年末調整の保険料控除の書き方は?子育て世帯の「6万円拡充」と損をしない計算方法


「年末調整の書類、毎年書き方がわからなくて困る……」

「2026年から保険料控除のルールが変わるって本当?」

年末が近づくと避けて通れないのが「年末調整」です。中でも生命保険料控除は、正しく申告するだけで所得税や住民税が安くなる、会社員にとって最大の節税チャンスです。

しかし、2026年(令和8年)分からは、23歳未満の扶養親族がいる世帯を対象とした控除額の拡充など、見逃せない変更点があります。

この記事では、保険料控除の種類から、2026年最新の改正ポイント、そして迷わず書ける具体的な手順までを優しく解説します。この記事を読めば、もう「書き方がわからない」と悩むことはありません。


1. 2026年からの重要変更!子育て世帯は「最大6万円」に拡充

2026年度(令和8年度)の税制改正により、子育て支援の一環として、生命保険料控除の一部が拡大されました。

改正のポイント

  • 対象者: 23歳未満の扶養親族がいる方。

  • 内容: 新制度の「一般生命保険料控除」の所得税控除限度額が、従来の4万円から6万円に引き上げられます。
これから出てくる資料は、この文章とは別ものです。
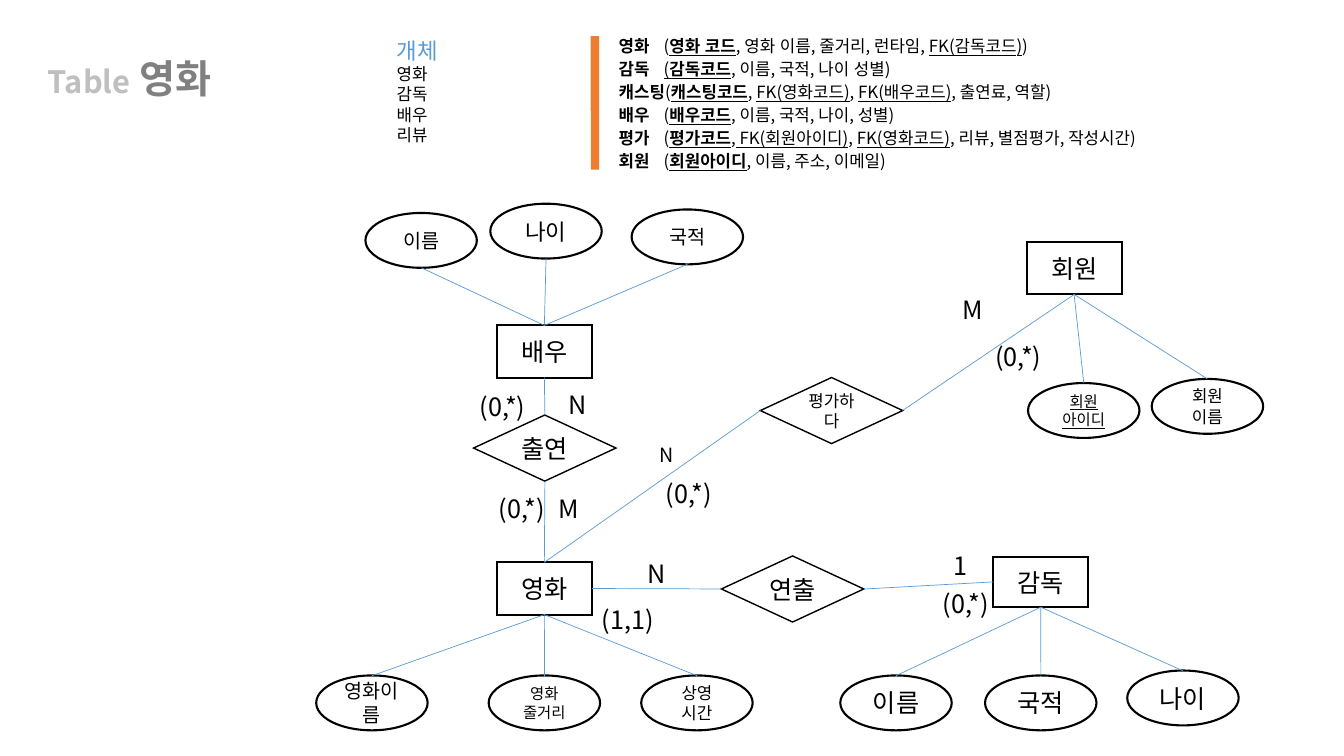
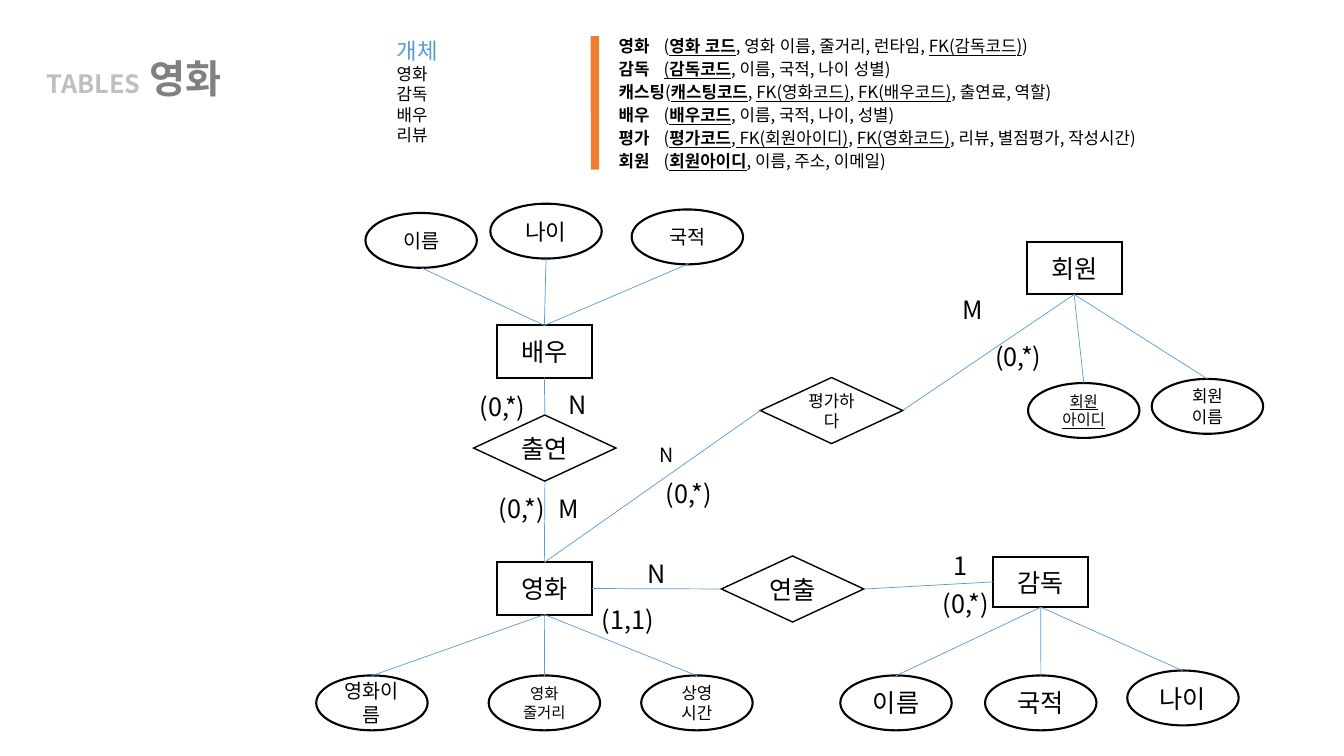
Before and after one commit to SunWater8/java-205, a slide deck: slide 1 of ERD/문서 06-17 145712 모델링 (영화, 리뷰).pptx. Drawn at 1344x756 pixels with LibreOffice and Linux fonts; fonts in the diff are those of the drawing. Boxes give left, top, right and bottom in pixels: in the first picture for what was removed or moved away, otherwise in the second. Text is boxed around its words. In the diff, an @@ line names an element or a change of style, - is before the commit and + after.

```diff
--- a/ERD/문서 06-17 145712 모델링 (영화, 리뷰).pptx
+++ b/ERD/문서 06-17 145712 모델링 (영화, 리뷰).pptx
@@ text at (47, 60, 221, 97): text changed; size 22 to 18 pt @@
-Table 영화
+TABLES 영화
```
Also in this commit, not shown: 1 other slide changed, 6 other files.
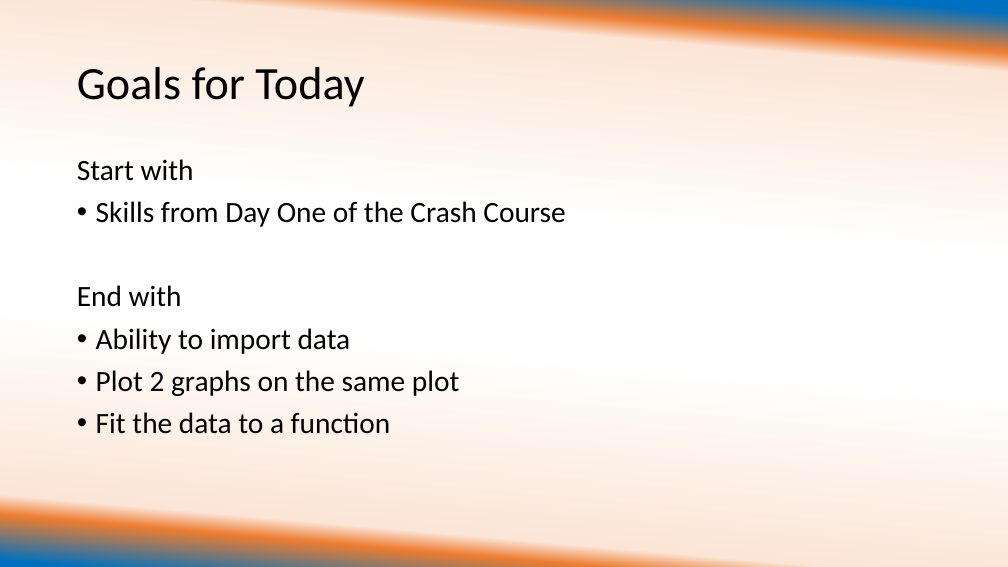
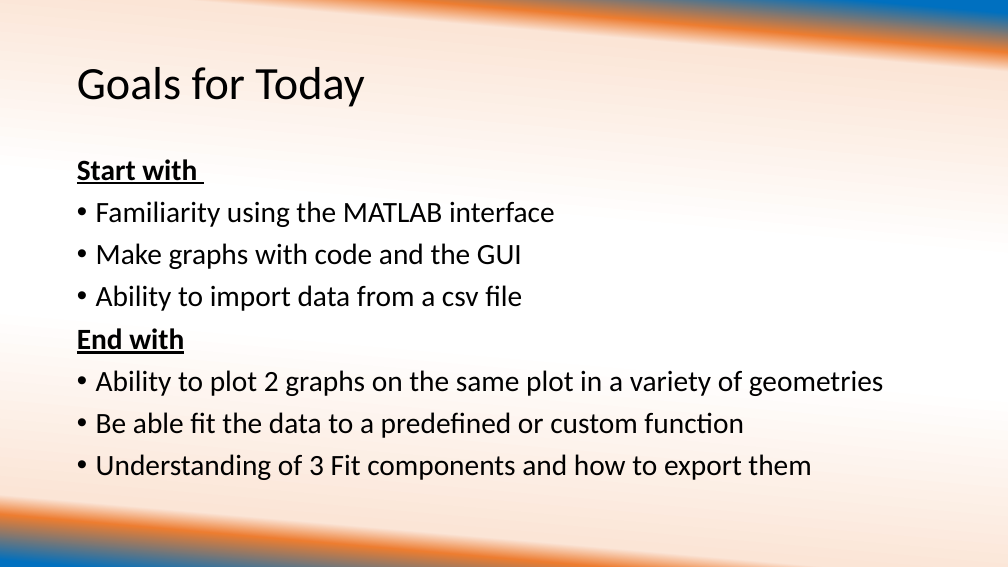
Before and after one commit to ehuemill/Intro-to-Matlab, a slide deck: slide 2 of Day 2 of Crash Course/University of Illinois REU Introduction to Matlab Day.pptx. Drawn at 1008x567 pixels with LibreOffice and Linux fonts; fonts in the diff are those of the drawing. Boxes give left, top, right and bottom in pixels: in the first picture for what was removed or moved away, otherwise in the second. Text is boxed around its words. In the diff, an @@ line names an element or a change of style, - is before the commit and + after.

Commit message:
Finishing Touches on Presentations
I finished up Day 2, changed the spelling of MATLAB to be all caps
throughout, and made sure that the "This is what mine looks like" was
included for each example in both days.

```diff
--- a/Day 2 of Crash Course/University of Illinois REU Introduction to Matlab Day.pptx
+++ b/Day 2 of Crash Course/University of Illinois REU Introduction to Matlab Day.pptx
@@ text at <box>77,159,197,354</box>: bold on, underline on in "Start with", "End with" @@
@@ text at <box>96,201,555,311</box>: text changed @@
-• Skills from Day One of the Crash Course
+• Familiarity using the MATLAB interface
+• Make graphs with code and the GUI
+• Ability to import data from a csv file
@@ text at <box>96,370,884,480</box>: text changed @@
-• Ability to import data
-• Plot 2 graphs on the same plot
-• Fit the data to a function
+• Ability to plot 2 graphs on the same plot in a variety of geometries
+• Be able fit the data to a predefined or custom function
+• Understanding of 3 Fit components and how to export them
```
Also in this commit, not shown: 5 other slides changed, 6 slides added, 1 slide removed, 16 other files.

  • 期間: 令和8年(2026年)分の所得税計算に適用(時限措置)。

もし、お子様が大学生や高校生で、一般の生命保険(終活や定期保険など)に加入しているなら、例年よりも節税額が増える可能性があります。申告漏れがないよう、必ずチェックしておきましょう。


2. そもそも保険料控除とは?対象となる3つの種類

保険料控除には、大きく分けて以下の3つの枠があります。それぞれに控除枠があるため、複数を組み合わせることで節税効果が最大化します。

控除の種類対象となる主な保険
一般生命保険料控除生存または死亡に基因して保険金が支払われる保険(終活、定期、学資保険など)
介護医療保険料控除入院や通院、介護を保障する保険(医療保険、がん保険、介護保険など)
個人年金保険料控除個人年金保険料税制適格特約が付いた個人年金保険

※「旧制度(平成23年以前の契約)」と「新制度(平成24年以降の契約)」で、計算方法や上限額が異なる点に注意が必要です。


3. 【実践】保険料控除申告書の書き方・3ステップ

手元に保険会社から届いた**「生命保険料控除証明書」**を用意して、以下の手順で記入しましょう。

ステップ1:証明書の情報を転記する

証明書を見ながら、以下の項目を埋めます。

  • 保険会社名: 「〇〇生命」など。

  • 保険の種類: 「終身」「医療」など。

  • 保険期間: 「終身」または「10年」など。

  • 契約者の氏名: 自分の名前(または生計を一にする家族の名前)。

  • 新・旧の区分: 証明書に必ず記載されています。ここを間違えると計算が狂うため最重要です。

ステップ2:年間の支払額を合計する

「本年中に支払った保険料の金額」を、種類別(一般・介護医療・年金)および区分別(新・旧)に合計します。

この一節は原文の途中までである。